──────── Supplied material ────────

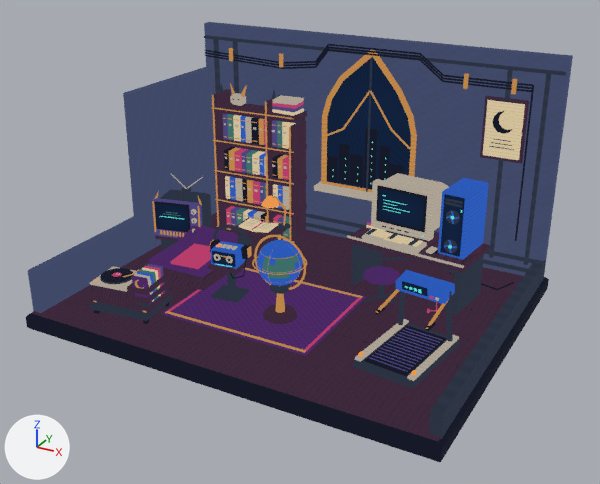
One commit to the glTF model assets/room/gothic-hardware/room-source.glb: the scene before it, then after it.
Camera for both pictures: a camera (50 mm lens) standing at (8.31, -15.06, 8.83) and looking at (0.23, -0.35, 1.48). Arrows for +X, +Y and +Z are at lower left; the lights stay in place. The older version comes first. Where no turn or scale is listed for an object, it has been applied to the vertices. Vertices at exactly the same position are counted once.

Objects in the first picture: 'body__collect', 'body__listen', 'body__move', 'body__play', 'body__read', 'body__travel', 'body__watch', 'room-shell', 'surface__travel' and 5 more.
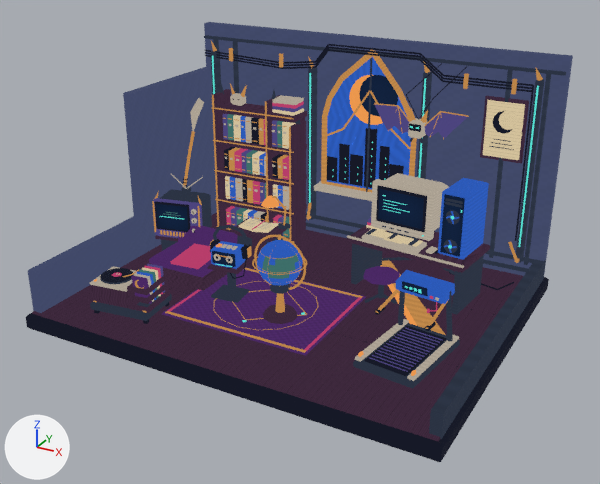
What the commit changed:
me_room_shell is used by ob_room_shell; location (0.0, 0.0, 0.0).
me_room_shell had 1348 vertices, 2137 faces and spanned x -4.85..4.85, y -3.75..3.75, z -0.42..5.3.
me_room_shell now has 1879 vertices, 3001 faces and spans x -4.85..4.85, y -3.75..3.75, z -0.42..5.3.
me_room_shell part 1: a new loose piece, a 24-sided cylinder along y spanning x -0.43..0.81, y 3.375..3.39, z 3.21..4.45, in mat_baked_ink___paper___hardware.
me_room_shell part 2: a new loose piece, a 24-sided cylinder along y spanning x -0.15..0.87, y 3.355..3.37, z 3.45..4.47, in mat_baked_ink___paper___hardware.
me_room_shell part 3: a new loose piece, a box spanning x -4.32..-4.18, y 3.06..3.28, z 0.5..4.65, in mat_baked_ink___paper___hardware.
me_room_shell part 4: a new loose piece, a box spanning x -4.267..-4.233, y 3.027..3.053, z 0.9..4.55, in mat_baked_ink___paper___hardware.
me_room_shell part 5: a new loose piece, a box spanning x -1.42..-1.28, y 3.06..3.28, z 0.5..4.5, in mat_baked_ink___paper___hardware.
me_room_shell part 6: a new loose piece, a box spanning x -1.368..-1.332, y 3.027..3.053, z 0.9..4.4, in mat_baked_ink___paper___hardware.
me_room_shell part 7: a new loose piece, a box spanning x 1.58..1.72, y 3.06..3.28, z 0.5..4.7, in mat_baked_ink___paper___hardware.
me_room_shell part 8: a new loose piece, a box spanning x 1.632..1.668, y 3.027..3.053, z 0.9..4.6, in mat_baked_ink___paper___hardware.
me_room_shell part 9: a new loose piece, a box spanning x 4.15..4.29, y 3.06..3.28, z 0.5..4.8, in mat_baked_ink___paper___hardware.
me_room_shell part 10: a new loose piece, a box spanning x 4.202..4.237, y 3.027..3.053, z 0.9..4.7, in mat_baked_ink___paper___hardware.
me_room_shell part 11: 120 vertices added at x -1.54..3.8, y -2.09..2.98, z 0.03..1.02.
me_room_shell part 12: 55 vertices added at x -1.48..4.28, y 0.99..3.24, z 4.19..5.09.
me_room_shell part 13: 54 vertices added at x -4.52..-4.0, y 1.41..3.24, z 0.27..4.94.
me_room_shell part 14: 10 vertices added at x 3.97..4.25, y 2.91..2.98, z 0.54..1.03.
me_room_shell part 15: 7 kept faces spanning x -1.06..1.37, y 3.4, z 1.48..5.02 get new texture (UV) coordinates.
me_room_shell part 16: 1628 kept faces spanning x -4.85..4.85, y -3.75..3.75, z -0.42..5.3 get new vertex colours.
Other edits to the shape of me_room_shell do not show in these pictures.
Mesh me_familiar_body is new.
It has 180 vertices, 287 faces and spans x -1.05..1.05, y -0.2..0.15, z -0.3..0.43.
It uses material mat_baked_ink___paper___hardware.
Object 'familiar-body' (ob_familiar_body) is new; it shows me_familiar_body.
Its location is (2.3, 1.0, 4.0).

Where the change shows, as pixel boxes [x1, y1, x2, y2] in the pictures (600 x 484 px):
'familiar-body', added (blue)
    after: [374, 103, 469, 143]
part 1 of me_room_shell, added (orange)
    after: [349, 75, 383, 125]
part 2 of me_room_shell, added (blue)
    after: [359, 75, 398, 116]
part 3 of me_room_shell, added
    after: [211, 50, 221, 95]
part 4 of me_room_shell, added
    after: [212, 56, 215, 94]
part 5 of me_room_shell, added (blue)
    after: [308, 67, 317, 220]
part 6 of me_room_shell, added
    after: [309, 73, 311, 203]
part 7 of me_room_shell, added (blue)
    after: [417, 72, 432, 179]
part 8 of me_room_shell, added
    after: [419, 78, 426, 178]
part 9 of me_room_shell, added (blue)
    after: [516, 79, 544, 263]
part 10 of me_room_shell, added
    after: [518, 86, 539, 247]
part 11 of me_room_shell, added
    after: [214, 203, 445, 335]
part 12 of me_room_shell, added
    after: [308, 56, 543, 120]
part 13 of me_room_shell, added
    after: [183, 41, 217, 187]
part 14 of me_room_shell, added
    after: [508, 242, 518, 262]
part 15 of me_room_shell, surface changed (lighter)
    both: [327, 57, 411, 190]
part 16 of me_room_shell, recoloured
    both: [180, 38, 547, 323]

────────

About this task> Pictures are to be left out; otherwise, retype exactly the lines from the first line of the data through the line containing "me_room_shell is used".

Solution>
One commit to the glTF model assets/room/gothic-hardware/room-source.glb: the scene before it, then after it.
Camera for both pictures: a camera (50 mm lens) standing at (8.31, -15.06, 8.83) and looking at (0.23, -0.35, 1.48). Arrows for +X, +Y and +Z are at lower left; the lights stay in place. The older version comes first. Where no turn or scale is listed for an object, it has been applied to the vertices. Vertices at exactly the same position are counted once.

Objects in the first picture: 'body__collect', 'body__listen', 'body__move', 'body__play', 'body__read', 'body__travel', 'body__watch', 'room-shell', 'surface__travel' and 5 more.
What the commit changed:
me_room_shell is used by ob_room_shell; location (0.0, 0.0, 0.0).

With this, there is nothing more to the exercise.